-- INPUT follows --
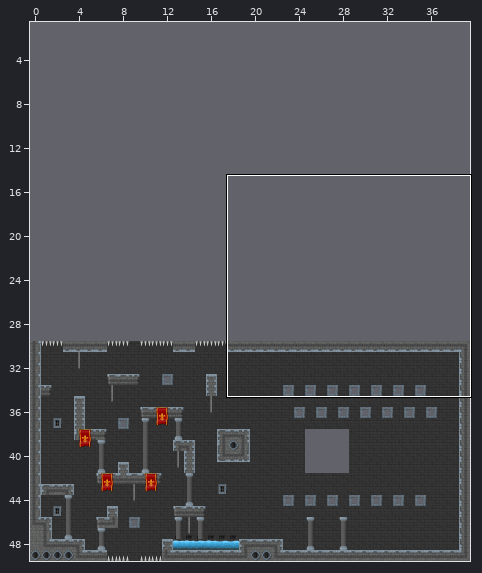
Level history. Tiled map: assets/tilemaps/joust-alpha-1.tmx. Above, an overview of the earlier version with the close-up marked.
Close-up. Before the edit:
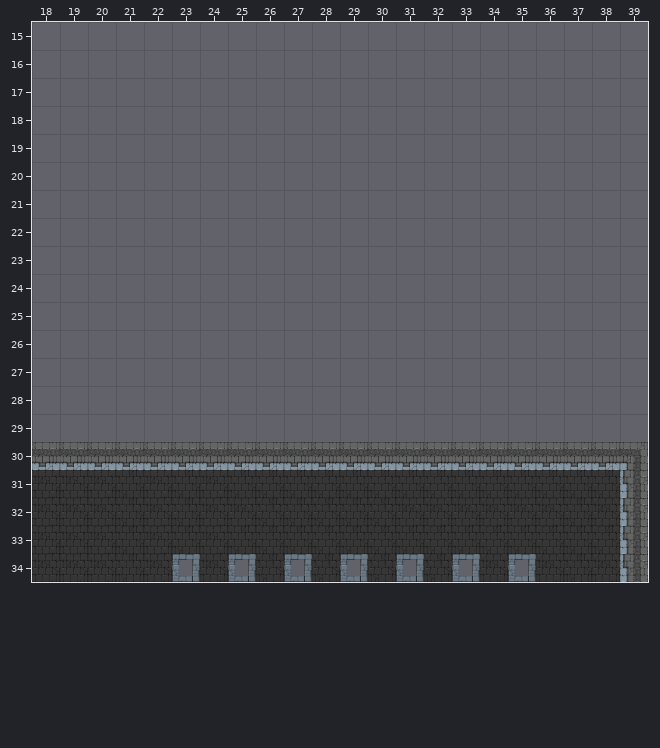
Cells are 64x64 px. Shown: x 18..39, y 15..34. The commit also changed other parts of the map, which this record leaves out. The old version is drawn lined up with the new one.
Once edited:
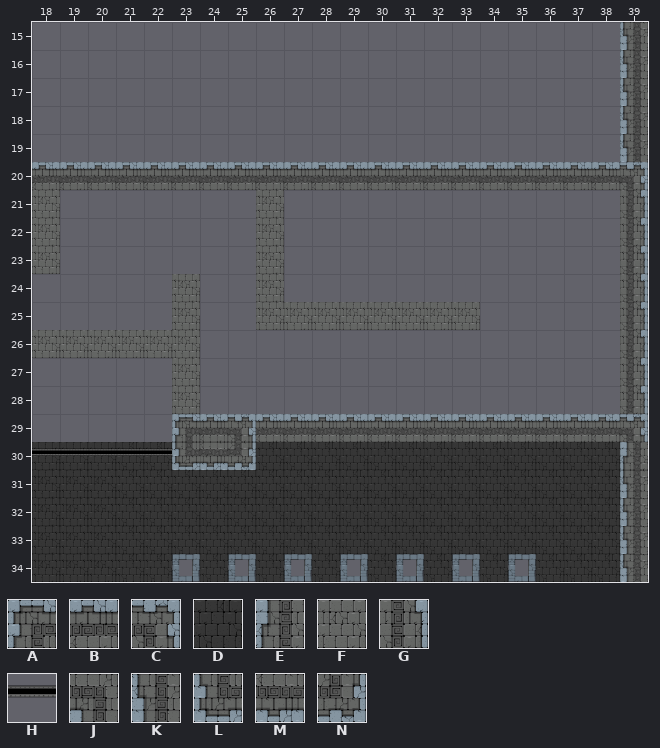
Key: from "skin1-tileset": A 65, B 66, C 67, D 80, E 81, F 82, G 83, H 182, J 192, K 208, L 224, M 225, N 226.
_ is an empty cell.
Diff:
map size 40x20 -> 40x50 cells (old content now starts at 0,30; both pictures use the new coordinates)
Layer "bg":
There is now tile D in row 30 at x 21 to 22 and 26 to 38.
Layer "barriers":
There is now tile A in row 29 at x 23.
There is now tile B in row 20 at x 18 to 38; in row 29 at x 24 and 26 to 38.
There is now tile C in row 20 at x 39; in row 29 at x 25 and 39.
The edit turns tile J into tile E in row 30 at x 39.
There is now tile F in rows 21 to 23 at x 18 and 26; in row 24 at x 23 and 26; in row 25 at x 23 and 26 to 33; in row 26 at x 18 to 23; in rows 27 to 28 at x 23.
There is now tile G in rows 21 to 28 at x 39.
There is now tile K in rows 15 to 19 at x 39.
The edit turns tile M into tile L in row 30 at x 23.
The edit turns tile M into tile N in row 30 at x 25.
Tile M is removed in row 30 at x 18 to 22 and 26 to 38.
Layer "fg":
There is now tile H in row 30 at x 18 to 22.
Where, in picture pixels (left, top, right, bottom), the same in both close-ups:
changed: (32, 22, 648, 470)
-- INPUT concluded --
▶ [INSTRUCTIONS FOR THE TASK] Please, without any pictures, print each entry exactly.

▶ [EXERCISE OUTPUT]
Level history. Tiled map: assets/tilemaps/joust-alpha-1.tmx. Above, an overview of the earlier version with the close-up marked.
Close-up. Before the edit:
Cells are 64x64 px. Shown: x 18..39, y 15..34. The commit also changed other parts of the map, which this record leaves out. The old version is drawn lined up with the new one.
Once edited:
Key: from "skin1-tileset": A 65, B 66, C 67, D 80, E 81, F 82, G 83, H 182, J 192, K 208, L 224, M 225, N 226.
_ is an empty cell.
Diff:
map size 40x20 -> 40x50 cells (old content now starts at 0,30; both pictures use the new coordinates)
Layer "bg":
There is now tile D in row 30 at x 21 to 22 and 26 to 38.
Layer "barriers":
There is now tile A in row 29 at x 23.
There is now tile B in row 20 at x 18 to 38; in row 29 at x 24 and 26 to 38.
There is now tile C in row 20 at x 39; in row 29 at x 25 and 39.
The edit turns tile J into tile E in row 30 at x 39.
There is now tile F in rows 21 to 23 at x 18 and 26; in row 24 at x 23 and 26; in row 25 at x 23 and 26 to 33; in row 26 at x 18 to 23; in rows 27 to 28 at x 23.
There is now tile G in rows 21 to 28 at x 39.
There is now tile K in rows 15 to 19 at x 39.
The edit turns tile M into tile L in row 30 at x 23.
The edit turns tile M into tile N in row 30 at x 25.
Tile M is removed in row 30 at x 18 to 22 and 26 to 38.
Layer "fg":
There is now tile H in row 30 at x 18 to 22.
Where, in picture pixels (left, top, right, bottom), the same in both close-ups:
changed: (32, 22, 648, 470)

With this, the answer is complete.